No caso do Brasil, por exemplo, o maior produtor de soja, açúcar e café do mundo, as commodities terão as maiores cotas de isenção. Enquanto isso, medicamentos, automóveis, vinhos e queijos europeus terão menor taxação.
Isso, segundo estimativas da Comissão Europeia e do Governo do Brasil, irá refletir em US$169 bilhões para o Mercosul, e crescimento de 0,06% do Produto Interno Bruto (PIB) da União Europeia até 2040.
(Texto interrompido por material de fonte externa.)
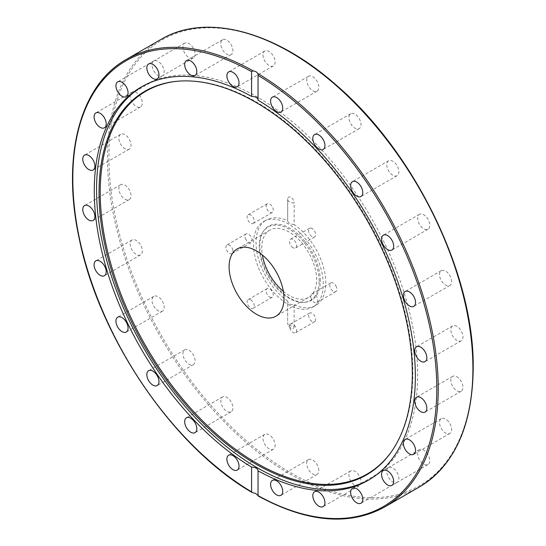 <?xml version="1.0" encoding="UTF-8"?>
<svg xmlns="http://www.w3.org/2000/svg" width="546" height="546" viewBox="0 0 546 546"><rect width="100%" height="100%" fill="white"/><g stroke="black" fill="none" stroke-linecap="round" stroke-linejoin="round"><path stroke-width="0.41" stroke-dasharray="2.73 2.05" d="M294.144 326.337A4.566 2.634 60 0 1 291.243 328.371A4.566 2.634 60 0 1 287.687 322.604A6.129 3.535 0 0 0 287.681 322.809A6.129 3.535 0 0 0 294.144 326.337L294.144 304.729C290.09 304.811 287.933 303.569 287.687 301.003L287.687 322.604M291.243 328.371C288.998 327.245 287.81 325.389 287.681 322.802L287.687 301.003A49.331 28.481 -120 0 1 258.108 257.494A49.331 28.481 -120 0 1 266.25 220.045L263.704 221.512A49.331 28.481 -120 0 0 263.704 278.474A49.331 28.481 -120 0 0 313.035 306.954A49.331 28.481 -120 0 0 323.252 284.37A49.331 28.481 -120 0 0 301.72 234.732A49.331 28.481 -120 0 0 263.704 221.512M456.886 326.351A8.579 4.955 -120 0 0 452.6 325.921A8.579 4.955 -120 0 0 452.6 335.831A8.579 4.955 -120 0 0 461.179 340.786A8.579 4.955 -120 0 0 462.489 333.906A8.579 4.955 -120 0 0 456.886 326.351M444.007 270.406A8.579 4.955 -120 0 0 441.284 270.652A8.579 4.955 -120 0 0 441.284 280.555A8.579 4.955 -120 0 0 449.863 285.51A8.579 4.955 -120 0 0 450.832 277.614A8.579 4.955 -120 0 0 444.007 270.406M420.693 213.95A8.579 4.955 -120 0 0 419.437 214.339A8.579 4.955 -120 0 0 419.437 224.242A8.579 4.955 -120 0 0 428.016 229.197A8.579 4.955 -120 0 0 428.535 220.277A8.579 4.955 -120 0 0 420.693 213.95M388.534 160.811A8.579 4.955 -120 0 0 388.534 170.721A8.579 4.955 -120 0 0 397.113 175.675A8.579 4.955 -120 0 0 397.113 165.766A8.579 4.955 -120 0 0 388.534 160.811L352.429 181.661M349.727 114.626A8.579 4.955 -120 0 0 351.283 124.584A8.579 4.955 -120 0 0 359.268 128.59A8.579 4.955 -120 0 0 359.268 118.687A8.579 4.955 -120 0 0 350.689 113.732A8.579 4.955 -120 0 0 349.727 114.626M306.907 78.535A8.579 4.955 -120 0 0 309.732 88.049A8.579 4.955 -120 0 0 317.055 91.162A8.579 4.955 -120 0 0 317.055 81.252A8.579 4.955 -120 0 0 308.476 76.303A8.579 4.955 -120 0 0 306.907 78.535M263.001 54.996A8.579 4.955 -120 0 0 266.741 63.629A8.579 4.955 -120 0 0 273.355 65.929A8.579 4.955 -120 0 0 273.355 56.026A8.579 4.955 -120 0 0 264.776 51.071A8.579 4.955 -120 0 0 263.001 54.996M220.994 45.618A8.579 4.955 -120 0 0 225.286 53.051A8.579 4.955 -120 0 0 231.142 54.62A8.579 4.955 -120 0 0 231.142 44.711A8.579 4.955 -120 0 0 222.563 39.762A8.579 4.955 -120 0 0 220.994 45.618M183.756 51.044A8.579 4.955 -120 0 0 193.298 57.999A8.579 4.955 -120 0 0 193.298 48.096A8.579 4.955 -120 0 0 184.719 43.141A8.579 4.955 -120 0 0 183.756 51.044M153.822 70.891A8.579 4.955 -120 0 0 162.401 75.839A8.579 4.955 -120 0 0 162.401 65.936A8.579 4.955 -120 0 0 153.822 60.981A8.579 4.955 -120 0 0 153.822 70.891M133.224 103.815A8.579 4.955 -120 0 0 140.547 106.927A8.579 4.955 -120 0 0 140.547 97.017A8.579 4.955 -120 0 0 131.968 92.069A8.579 4.955 -120 0 0 133.224 103.815M123.376 147.57A8.579 4.955 -120 0 0 129.238 149.14A8.579 4.955 -120 0 0 129.238 139.237A8.579 4.955 -120 0 0 120.659 134.282A8.579 4.955 -120 0 0 119.089 140.138A8.579 4.955 -120 0 0 123.376 147.57M124.945 199.174A8.579 4.955 -120 0 0 129.238 199.604A8.579 4.955 -120 0 0 129.238 189.694A8.579 4.955 -120 0 0 120.659 184.739A8.579 4.955 -120 0 0 119.342 191.619A8.579 4.955 -120 0 0 124.945 199.174M137.831 255.119A8.579 4.955 -120 0 0 140.547 254.873A8.579 4.955 -120 0 0 140.547 244.97A8.579 4.955 -120 0 0 131.968 240.015A8.579 4.955 -120 0 0 131.006 247.911A8.579 4.955 -120 0 0 137.831 255.119M161.138 311.575A8.579 4.955 -120 0 0 162.401 311.193A8.579 4.955 -120 0 0 162.394 301.283A8.579 4.955 -120 0 0 153.815 296.328A8.579 4.955 -120 0 0 153.296 305.248A8.579 4.955 -120 0 0 161.138 311.575M193.298 364.714A8.579 4.955 -120 0 0 193.298 354.804A8.579 4.955 -120 0 0 184.719 349.85A8.579 4.955 -120 0 0 184.719 359.759A8.579 4.955 -120 0 0 193.298 364.714L157.187 385.558M232.111 410.899A8.579 4.955 -120 0 0 230.549 400.941A8.579 4.955 -120 0 0 222.563 396.935A8.579 4.955 -120 0 0 222.563 406.838A8.579 4.955 -120 0 0 231.142 411.793A8.579 4.955 -120 0 0 232.111 410.899M274.925 446.99A8.579 4.955 -120 0 0 272.099 437.476A8.579 4.955 -120 0 0 264.776 434.363A8.579 4.955 -120 0 0 264.776 444.273A8.579 4.955 -120 0 0 273.355 449.222A8.579 4.955 -120 0 0 274.925 446.99M318.837 470.529A8.579 4.955 -120 0 0 315.09 461.896A8.579 4.955 -120 0 0 308.476 459.595A8.579 4.955 -120 0 0 308.476 469.499A8.579 4.955 -120 0 0 317.055 474.454A8.579 4.955 -120 0 0 318.837 470.529M360.838 479.907A8.579 4.955 -120 0 0 356.552 472.474A8.579 4.955 -120 0 0 350.689 470.905A8.579 4.955 -120 0 0 350.689 480.814A8.579 4.955 -120 0 0 359.268 485.763A8.579 4.955 -120 0 0 360.838 479.907M398.075 474.488A8.579 4.955 -120 0 0 388.534 467.526A8.579 4.955 -120 0 0 388.534 477.429A8.579 4.955 -120 0 0 397.113 482.384A8.579 4.955 -120 0 0 398.075 474.488M428.016 454.634A8.579 4.955 -120 0 0 419.437 449.686A8.579 4.955 -120 0 0 419.437 459.589A8.579 4.955 -120 0 0 428.016 464.544A8.579 4.955 -120 0 0 428.016 454.634M448.607 421.71A8.579 4.955 -120 0 0 441.284 418.598A8.579 4.955 -120 0 0 441.291 428.508A8.579 4.955 -120 0 0 449.87 433.456A8.579 4.955 -120 0 0 448.607 421.71M458.456 377.955A8.579 4.955 -120 0 0 452.6 376.385A8.579 4.955 -120 0 0 452.6 386.288A8.579 4.955 -120 0 0 461.179 391.243A8.579 4.955 -120 0 0 462.749 385.387A8.579 4.955 -120 0 0 458.456 377.955M312.114 228.508A5.023 2.901 -120 0 0 309.602 228.262A5.023 2.901 -120 0 0 309.602 234.057A5.023 2.901 -120 0 0 314.626 236.957A5.023 2.901 -120 0 0 315.397 232.93A5.023 2.901 -120 0 0 312.114 228.508M266.646 204.306A5.023 2.901 -120 0 0 267.56 210.135A5.023 2.901 -120 0 0 272.229 212.483A5.023 2.901 -120 0 0 272.229 206.681A5.023 2.901 -120 0 0 267.212 203.781A5.023 2.901 -120 0 0 266.646 204.306M245.447 238.561A5.023 2.901 -120 0 0 251.037 242.636A5.023 2.901 -120 0 0 251.037 236.841A5.023 2.901 -120 0 0 246.014 233.941A5.023 2.901 -120 0 0 245.447 238.561M269.724 297.017A5.023 2.901 -120 0 0 272.229 297.27A5.023 2.901 -120 0 0 272.229 291.468A5.023 2.901 -120 0 0 267.212 288.568A5.023 2.901 -120 0 0 266.441 292.595A5.023 2.901 -120 0 0 269.724 297.017M315.185 321.219A5.023 2.901 -120 0 0 314.278 315.39A5.023 2.901 -120 0 0 309.602 313.042A5.023 2.901 -120 0 0 309.602 318.844A5.023 2.901 -120 0 0 314.626 321.744A5.023 2.901 -120 0 0 315.185 321.219M336.384 286.964A5.023 2.901 -120 0 0 330.801 282.889A5.023 2.901 -120 0 0 330.794 288.684A5.023 2.901 -120 0 0 335.817 291.584A5.023 2.901 -120 0 0 336.384 286.964M294.144 304.729A49.331 28.481 -120 0 0 315.581 305.487A49.331 28.481 -120 0 0 325.798 282.903A49.331 28.481 -120 0 0 294.144 224.522L294.144 202.921A6.129 3.535 180 0 1 287.681 199.392A6.129 3.535 180 0 1 287.687 199.188A4.566 2.634 60 0 1 287.701 198.826A4.566 2.634 60 0 1 291.079 197.42A4.566 2.634 60 0 1 294.144 202.921M287.687 199.188L287.687 220.796A49.331 28.481 -120 0 0 266.25 220.045M294.144 224.522C290.09 224.16 287.933 222.918 287.687 220.796L287.701 198.826M258.04 495.584L257.924 495.536A258.394 149.188 -120 0 0 384.725 506.968M369.465 479.565A227.04 131.081 -120 0 0 370.611 478.91A227.04 131.081 -120 0 0 417.635 374.979A227.04 131.081 -120 0 0 318.53 146.492A227.04 131.081 -120 0 0 143.578 85.667A227.04 131.081 -120 0 0 142.438 86.336M258.04 100.136L258.04 99.734M311.186 298.512A5.023 2.901 60 0 1 311.752 293.885A5.023 2.901 60 0 1 317.335 297.959A5.023 2.901 60 0 1 316.776 302.586A5.023 2.901 60 0 1 311.186 298.512M289.987 324.563A5.023 2.901 60 0 1 290.554 324.037A5.023 2.901 60 0 1 295.229 326.385A5.023 2.901 60 0 1 296.144 332.214A5.023 2.901 60 0 1 295.577 332.739A5.023 2.901 60 0 1 290.902 330.391A5.023 2.901 60 0 1 289.987 324.563M250.675 299.815A5.023 2.901 60 0 1 253.951 304.238A5.023 2.901 60 0 1 253.187 308.265A5.023 2.901 60 0 1 250.675 308.012A5.023 2.901 60 0 1 247.393 303.59A5.023 2.901 60 0 1 248.164 299.563A5.023 2.901 60 0 1 250.675 299.815M232.555 249.01A5.023 2.901 60 0 1 231.989 253.631A5.023 2.901 60 0 1 226.399 249.563A5.023 2.901 60 0 1 226.965 244.936A5.023 2.901 60 0 1 232.555 249.01M253.747 222.952A5.023 2.901 60 0 1 253.187 223.478A5.023 2.901 60 0 1 248.512 221.137A5.023 2.901 60 0 1 247.597 215.301A5.023 2.901 60 0 1 248.164 214.783A5.023 2.901 60 0 1 252.832 217.124A5.023 2.901 60 0 1 253.747 222.952M293.065 247.707A5.023 2.901 60 0 1 289.783 243.277A5.023 2.901 60 0 1 290.554 239.257A5.023 2.901 60 0 1 293.065 239.503A5.023 2.901 60 0 1 296.348 243.932A5.023 2.901 60 0 1 295.577 247.952A5.023 2.901 60 0 1 293.065 247.707M320.311 280.733A42.793 24.707 -120 0 0 297.904 234.057A42.793 24.707 -120 0 0 263.868 230.63A42.793 24.707 -120 0 0 268.652 275.614A42.793 24.707 -120 0 0 305.221 302.252A42.793 24.707 -120 0 0 320.311 280.733M319.13 281.053A42.349 24.447 -120 0 0 296.956 234.862A42.349 24.447 -120 0 0 263.274 231.47A42.349 24.447 -120 0 0 268.011 275.989A42.349 24.447 -120 0 0 304.197 302.348A42.349 24.447 -120 0 0 319.13 281.053M391.509 451.61A221.075 127.641 -120 0 0 391.803 451.194A221.075 127.641 -120 0 0 412.865 372.863A221.075 127.641 -120 0 0 334.602 171.287A221.075 127.641 -120 0 0 178.173 81.177A221.075 127.641 -120 0 0 177.662 81.224M283.36 291.366A38.807 22.406 -120 0 0 308.586 297.372A38.807 22.406 -120 0 0 316.625 279.607A38.807 22.406 -120 0 0 299.686 240.547A38.807 22.406 -120 0 0 269.779 230.153A38.807 22.406 -120 0 0 262.367 255.009M472.904 367.833A257.371 148.594 -120 0 0 199.925 28.235A257.371 148.594 -120 0 0 199.925 392.219A257.371 148.594 -120 0 0 472.904 367.833M126.331 59.418A258.394 149.188 -120 0 0 86.268 264.933A258.394 149.188 -120 0 0 253.132 492.772M419.389 486.957A258.394 149.188 60 0 1 160.995 337.769A258.394 149.188 60 0 1 161.002 39.401M315.581 305.487L313.035 306.954M258.046 470.625L258.046 495.939M143.578 85.667L141.291 86.985M370.611 478.91L368.325 480.234M258.046 99.932L258.046 74.618M330.801 282.889L311.752 293.885M335.817 291.584L316.776 302.586M309.602 313.042L290.554 324.037M314.626 321.744L295.577 332.739M272.229 297.27L253.187 308.265M267.212 288.568L248.164 299.563M251.037 242.636L231.989 253.631M246.014 233.941L226.965 244.936M272.229 212.483L253.187 223.478M267.212 203.781L248.164 214.783M309.602 228.262L290.554 239.257M314.626 236.957L295.577 247.952M452.6 376.385L416.489 397.235M461.179 391.243L425.068 412.093M441.284 418.598L405.18 439.448M449.863 433.456L413.759 454.306M419.437 449.686L383.326 470.529M428.016 464.544L391.905 485.387M388.534 467.526L352.429 488.37M397.113 482.384L361.008 503.228M350.689 470.905L314.578 491.755M359.268 485.763L323.157 506.613M308.476 459.595L272.365 480.439M317.055 474.454L280.944 495.304M264.776 434.363L228.665 455.214M273.355 449.222L237.244 470.072M222.563 396.935L186.459 417.779M231.142 411.793L195.038 432.637M184.719 349.85L148.608 370.7M162.401 311.193L126.29 332.036M153.822 296.328L117.711 317.178M140.547 254.873L104.436 275.723M131.968 240.015L95.857 260.858M129.238 199.604L93.127 220.447M120.659 184.739L84.548 205.589M129.238 149.14L93.127 169.99M120.659 134.282L84.548 155.125M140.547 106.927L104.436 127.778M131.968 92.069L95.857 112.913M162.401 75.839L126.29 96.69M153.822 60.981L117.711 81.832M193.298 57.999L157.187 78.849M184.719 43.141L148.608 63.991M231.142 54.62L195.038 75.471M222.563 39.762L186.459 60.606M273.355 65.929L237.244 86.78M264.776 51.071L228.665 71.922M317.055 91.162L280.944 112.012M308.476 76.303L272.365 97.147M359.268 128.59L323.157 149.44M350.689 113.732L314.578 134.582M397.113 175.675L361.008 196.519M419.437 214.339L383.326 235.183M428.016 229.197L391.905 250.041M441.284 270.652L405.18 291.503M449.863 285.51L413.759 306.361M452.6 325.921L416.489 346.771M461.179 340.786L425.068 361.629M304.197 302.348L305.221 302.252M263.274 231.47L263.868 230.63M178.173 81.177L177.15 81.265M391.803 451.194L391.209 452.033M269.779 230.153L237.135 248.996M308.586 297.372L275.948 316.223"/><path stroke-width="0.82" d="M251.576 467.083C255.637 467.274 257.787 468.523 258.04 470.816L258.04 495.584L255.712 493.475L251.986 492.444L251.576 491.857L251.576 467.083A227.04 131.081 -120 0 1 105.876 266.837A227.04 131.081 -120 0 1 141.291 86.985A227.04 131.081 -120 0 1 251.576 96.403L251.576 71.635L253.132 70.85L255.992 71.656L257.835 73.396L258.046 74.618L258.04 100.136C257.787 97.741 255.637 96.499 251.576 96.403M258.046 470.625L258.04 470.816A227.04 131.081 -120 0 0 368.325 480.234A227.04 131.081 -120 0 0 415.349 376.296A227.04 131.081 -120 0 0 258.04 100.136M258.04 75.362A257.371 148.594 60 0 1 436.8 388.684A257.371 148.594 60 0 1 258.04 495.584L257.924 495.536M142.438 86.336A227.04 131.081 -120 0 0 143.571 347.829A227.04 131.081 -120 0 0 369.465 479.565M420.775 361.206A8.579 4.955 60 0 1 415.172 353.644A8.579 4.955 60 0 1 416.489 346.771A8.579 4.955 60 0 1 420.775 347.195A8.579 4.955 60 0 1 426.385 354.757A8.579 4.955 60 0 1 425.068 361.629A8.579 4.955 60 0 1 420.775 361.206M411.036 306.599A8.579 4.955 60 0 1 404.211 299.399A8.579 4.955 60 0 1 405.18 291.496A8.579 4.955 60 0 1 407.896 291.257A8.579 4.955 60 0 1 414.721 298.457A8.579 4.955 60 0 1 413.759 306.361A8.579 4.955 60 0 1 411.036 306.599M390.649 250.43A8.579 4.955 60 0 1 382.807 244.103A8.579 4.955 60 0 1 383.326 235.183A8.579 4.955 60 0 1 384.582 234.794A8.579 4.955 60 0 1 392.431 241.127A8.579 4.955 60 0 1 391.905 250.041A8.579 4.955 60 0 1 390.649 250.43M361.008 196.519A8.579 4.955 60 0 1 352.429 191.564A8.579 4.955 60 0 1 352.429 181.661A8.579 4.955 60 0 1 361.008 186.616A8.579 4.955 60 0 1 361.008 196.519M324.126 148.546A8.579 4.955 60 0 1 323.157 149.44A8.579 4.955 60 0 1 315.178 145.434A8.579 4.955 60 0 1 313.616 135.476A8.579 4.955 60 0 1 314.578 134.582A8.579 4.955 60 0 1 322.563 138.588A8.579 4.955 60 0 1 324.126 148.546M282.521 109.773A8.579 4.955 60 0 1 280.944 112.012A8.579 4.955 60 0 1 273.628 108.893A8.579 4.955 60 0 1 270.796 99.386A8.579 4.955 60 0 1 272.365 97.147A8.579 4.955 60 0 1 279.689 100.266A8.579 4.955 60 0 1 282.521 109.773M270.591 484.37A8.579 4.955 60 0 1 272.372 480.439A8.579 4.955 60 0 1 278.979 482.739A8.579 4.955 60 0 1 282.726 491.373A8.579 4.955 60 0 1 280.944 495.304A8.579 4.955 60 0 1 274.338 493.004A8.579 4.955 60 0 1 270.591 484.37M313.008 497.611A8.579 4.955 60 0 1 314.578 491.755A8.579 4.955 60 0 1 320.441 493.325A8.579 4.955 60 0 1 324.727 500.75A8.579 4.955 60 0 1 323.157 506.613A8.579 4.955 60 0 1 317.301 505.043A8.579 4.955 60 0 1 313.008 497.611M351.46 496.273A8.579 4.955 60 0 1 352.429 488.37A8.579 4.955 60 0 1 361.971 495.331A8.579 4.955 60 0 1 361.002 503.235A8.579 4.955 60 0 1 351.46 496.273M383.326 480.439A8.579 4.955 60 0 1 383.326 470.529A8.579 4.955 60 0 1 391.905 475.484A8.579 4.955 60 0 1 391.905 485.387A8.579 4.955 60 0 1 383.326 480.439M406.436 451.187A8.579 4.955 60 0 1 405.173 439.448A8.579 4.955 60 0 1 412.503 442.56A8.579 4.955 60 0 1 413.759 454.306A8.579 4.955 60 0 1 406.436 451.187M419.205 410.524A8.579 4.955 60 0 1 414.919 403.091A8.579 4.955 60 0 1 416.489 397.235A8.579 4.955 60 0 1 422.345 398.805A8.579 4.955 60 0 1 426.638 406.231A8.579 4.955 60 0 1 425.068 412.093A8.579 4.955 60 0 1 419.205 410.524M239.025 82.849A8.579 4.955 60 0 1 237.244 86.78A8.579 4.955 60 0 1 230.637 84.48A8.579 4.955 60 0 1 226.89 75.846A8.579 4.955 60 0 1 228.672 71.922A8.579 4.955 60 0 1 235.278 74.215A8.579 4.955 60 0 1 239.025 82.849M196.608 69.608A8.579 4.955 60 0 1 195.038 75.471A8.579 4.955 60 0 1 189.175 73.901A8.579 4.955 60 0 1 184.889 66.469A8.579 4.955 60 0 1 186.459 60.606A8.579 4.955 60 0 1 192.315 62.176A8.579 4.955 60 0 1 196.608 69.608M158.156 70.953A8.579 4.955 60 0 1 157.187 78.849A8.579 4.955 60 0 1 147.645 71.888A8.579 4.955 60 0 1 148.614 63.991A8.579 4.955 60 0 1 158.156 70.953M126.29 86.787A8.579 4.955 60 0 1 126.29 96.69A8.579 4.955 60 0 1 117.711 91.735A8.579 4.955 60 0 1 117.711 81.832A8.579 4.955 60 0 1 126.29 86.787M103.18 116.032A8.579 4.955 60 0 1 104.443 127.778A8.579 4.955 60 0 1 97.113 124.659A8.579 4.955 60 0 1 95.857 112.92A8.579 4.955 60 0 1 103.18 116.032M90.411 156.695A8.579 4.955 60 0 1 94.697 164.128A8.579 4.955 60 0 1 93.127 169.99A8.579 4.955 60 0 1 87.271 168.421A8.579 4.955 60 0 1 82.978 160.988A8.579 4.955 60 0 1 84.548 155.125A8.579 4.955 60 0 1 90.411 156.695M88.841 206.013A8.579 4.955 60 0 1 94.444 213.575A8.579 4.955 60 0 1 93.127 220.447A8.579 4.955 60 0 1 88.841 220.024A8.579 4.955 60 0 1 83.231 212.462A8.579 4.955 60 0 1 84.548 205.589A8.579 4.955 60 0 1 88.841 206.013M98.58 260.619A8.579 4.955 60 0 1 105.405 267.82A8.579 4.955 60 0 1 104.436 275.723A8.579 4.955 60 0 1 101.72 275.962A8.579 4.955 60 0 1 94.895 268.762A8.579 4.955 60 0 1 95.857 260.858A8.579 4.955 60 0 1 98.58 260.619M118.967 316.789A8.579 4.955 60 0 1 126.809 323.123A8.579 4.955 60 0 1 126.29 332.036A8.579 4.955 60 0 1 125.034 332.425A8.579 4.955 60 0 1 117.185 326.092A8.579 4.955 60 0 1 117.711 317.178A8.579 4.955 60 0 1 118.967 316.789M148.608 370.7A8.579 4.955 60 0 1 157.187 375.655A8.579 4.955 60 0 1 157.187 385.558A8.579 4.955 60 0 1 148.608 380.603A8.579 4.955 60 0 1 148.608 370.7M185.49 418.673A8.579 4.955 60 0 1 186.459 417.779A8.579 4.955 60 0 1 194.437 421.785A8.579 4.955 60 0 1 196 431.743A8.579 4.955 60 0 1 195.031 432.644A8.579 4.955 60 0 1 187.053 428.637A8.579 4.955 60 0 1 185.49 418.673M227.095 457.446A8.579 4.955 60 0 1 228.665 455.214A8.579 4.955 60 0 1 235.988 458.326A8.579 4.955 60 0 1 238.82 467.84A8.579 4.955 60 0 1 237.251 470.072A8.579 4.955 60 0 1 229.927 466.96A8.579 4.955 60 0 1 227.095 457.446M412.319 373.546A221.526 127.901 -120 0 0 333.893 171.56A221.526 127.901 -120 0 0 177.15 81.265A221.526 127.901 -120 0 0 144.908 347.058A221.526 127.901 -120 0 0 391.209 452.033A221.526 127.901 -120 0 0 412.319 373.546M177.662 81.224A221.075 127.641 -120 0 0 146 346.43A221.075 127.641 -120 0 0 391.509 451.61M283.981 298.45A38.807 22.406 -120 0 0 267.042 259.398A38.807 22.406 -120 0 0 237.135 248.996A38.807 22.406 -120 0 0 237.135 293.816A38.807 22.406 -120 0 0 275.948 316.223A38.807 22.406 -120 0 0 283.981 298.45M262.367 255.009A38.807 22.406 -120 0 0 283.36 291.366M258.046 495.939C307.077 522.57 349.303 526.248 384.725 506.968A258.394 149.188 -120 0 0 438.24 388.684A258.394 149.188 -120 0 0 257.924 73.614M251.576 491.857A257.371 148.594 60 0 1 72.816 178.542A257.371 148.594 60 0 1 251.576 71.635M253.132 70.85A258.394 149.188 -120 0 0 126.331 59.418L161.002 39.401A258.394 149.188 60 0 1 360.114 108.627A258.394 149.188 60 0 1 472.904 368.666A258.394 149.188 60 0 1 419.389 486.957L384.725 506.968M251.986 492.444C173.027 446.758 98.949 337.728 79.122 238.124C61.357 156.258 79.914 85.285 126.331 59.418M161.002 39.401C205.856 12.633 275 30.856 336.268 85.121C415.11 152.491 474.556 275.348 473.205 368.25C472.508 425.805 454.565 465.376 419.389 486.957"/></g></svg>

Porém, a ratificação do acordo, que deve ser votado e aprovado pelo Congresso de cada país do Mercosul (Argentina, Brasil, Paraguai e Uruguai) e pelo Parlamento Europeu, sofre resistência. Quatro dias após a assinatura, os europeus judicializaram o tratado, e no último dia 10, o presidente da França Emmanuel Macron defendeu novamente que se trata de um “mau negócio”.
Essa é a mesma visão de Andy Cita, parisiense no auge de seus 49 anos e trabalhador de uma rede de mercado especializado em produtos locais e biológicos - como os orgânicos são chamados em território europeu. Enquanto arruma as prateleiras e checa se as frutas estão em dia, comenta “é ruim mesmo, sou profundamente contra porque o sistema capitalista que a gente vive faz lucro em cima do bem-estar das pessoas”.
“Tínhamos ovos aqui e a gente vendia por 2,79€, mas faz um ano que a gente não tem mais e tem cliente que me pergunta: "Mas senhor, por que você não tem mais ovos? Eram gostosos, e baratos? Eu respondo: Mas senhora, pense, se aqui é esse preço, o agricultor vende por menos ainda, como ele vai viver assim?”, completa o funcionário.
A maior parte dos empregos gerados no campo estão na agricultura familiar, 67% segundo o Anuário Estatístico da Agricultura Familiar 2023 no Brasil por exemplo, apesar de ocuparem apenas 23% da área agricultável.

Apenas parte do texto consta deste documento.